Sonuç: ACA’nın A2780, PC-3 ve LNCaP hücreleri üzerinde sitotoksik aktiviteye sahip olduğu görüldü. Bu durum ACA’nın antitümör özelliğe sahip olduğunu ortaya koymaktadır

N-(p-amylcinnamoyl) antranilik asit (ACA) hem Transient Receptor Potential Melastatin-2 (TRPM2) hem de Fosfolipaz A2 (PLA2) inbitörüdür ^4,5. Transient Receptor Potential (TRP) kanal ailesinin bir üyesi olan Transient Receptor Potential Melastatin (TRPM) kanalları, hücre proliferasyonu ve hayatta kalımı ile ilgili önemli rollere sahiptir ⁶. TRPM kanallarının 8 üyesinden biri olan TRPM2 kanalları kalsiyum (Ca⁺⁺) geçirgen non-selektif katyon kanalıdır. Adenozin difosfat riboz (ADPR) ve oksidatif stresle aktive edilir. Kanalın oksidatif stresle aktive olmasıyla hücre içi Ca⁺⁺ seviyesi düzenlenir. Aynı zamanda bu durumun hücre hasarıyla ilişkili olduğu düşünülmektedir ⁷. TRP süperailesinin birçok patoloji için tedaviye yönelik potansiyeli gün geçtikçe ortaya çıkmaktadır. Yakın zamanda yapılan çalışmalarda TRP kanallarının çeşitli insan kanser tipleri ile ilgili önemli rolleri olduğu gösterilmiştir ^8-10. TRPM2 kanal ekspresyonunun bazı kanser türlerinde arttığı gösterilmiştir ¹¹.

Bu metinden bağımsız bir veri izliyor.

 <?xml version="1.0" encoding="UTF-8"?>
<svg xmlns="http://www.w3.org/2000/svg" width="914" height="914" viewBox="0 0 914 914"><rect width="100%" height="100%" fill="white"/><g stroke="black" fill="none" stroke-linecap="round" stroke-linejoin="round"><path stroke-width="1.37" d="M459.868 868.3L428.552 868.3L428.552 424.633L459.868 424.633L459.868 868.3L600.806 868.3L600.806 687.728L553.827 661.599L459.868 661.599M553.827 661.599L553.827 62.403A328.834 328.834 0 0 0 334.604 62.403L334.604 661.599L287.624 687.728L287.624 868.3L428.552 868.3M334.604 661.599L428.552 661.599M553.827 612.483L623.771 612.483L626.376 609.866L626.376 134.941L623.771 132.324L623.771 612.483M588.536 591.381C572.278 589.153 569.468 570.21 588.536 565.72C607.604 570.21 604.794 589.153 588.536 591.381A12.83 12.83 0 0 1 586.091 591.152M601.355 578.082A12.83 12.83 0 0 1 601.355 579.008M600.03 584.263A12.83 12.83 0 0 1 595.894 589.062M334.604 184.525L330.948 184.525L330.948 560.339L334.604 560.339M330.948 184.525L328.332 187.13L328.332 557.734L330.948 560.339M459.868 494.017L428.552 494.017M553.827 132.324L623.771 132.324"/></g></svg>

PLA₂’nin inflamasyon, hücre ölümü, hücre büyümesi, hücre sinyali ve membran fosfolipitlerinin onarılması gibi çok sayıda fonksiyonu vardır ¹². Çeşitli çalışmalarda insanlarda görülen kanser türlerinde PLA₂ ekspresyonunun arttığı gösterilmiştir ^13,14. PLA₂’nin farklı kanser türlerinde anjiogenez ve tümor büyümesi ile ilişkili olduğuna dair artan deliller bulunmaktadır ^15,16. PLA₂ inhibisyonunun ise farklı hayvan modellerinde tümör gelişimini ve büyümesini azalttığı gösterilmiştir ^17-20.

Bu çalışma in vitro olarak TRPM2 ve PLA₂ inbitörü ACA’nın İnsan over (A2780) ve prostat kanseri (PC-3 ve LNCaP) hücre canlılığı üzerindeki etkilerini araştırmak amacıyla yapıldı.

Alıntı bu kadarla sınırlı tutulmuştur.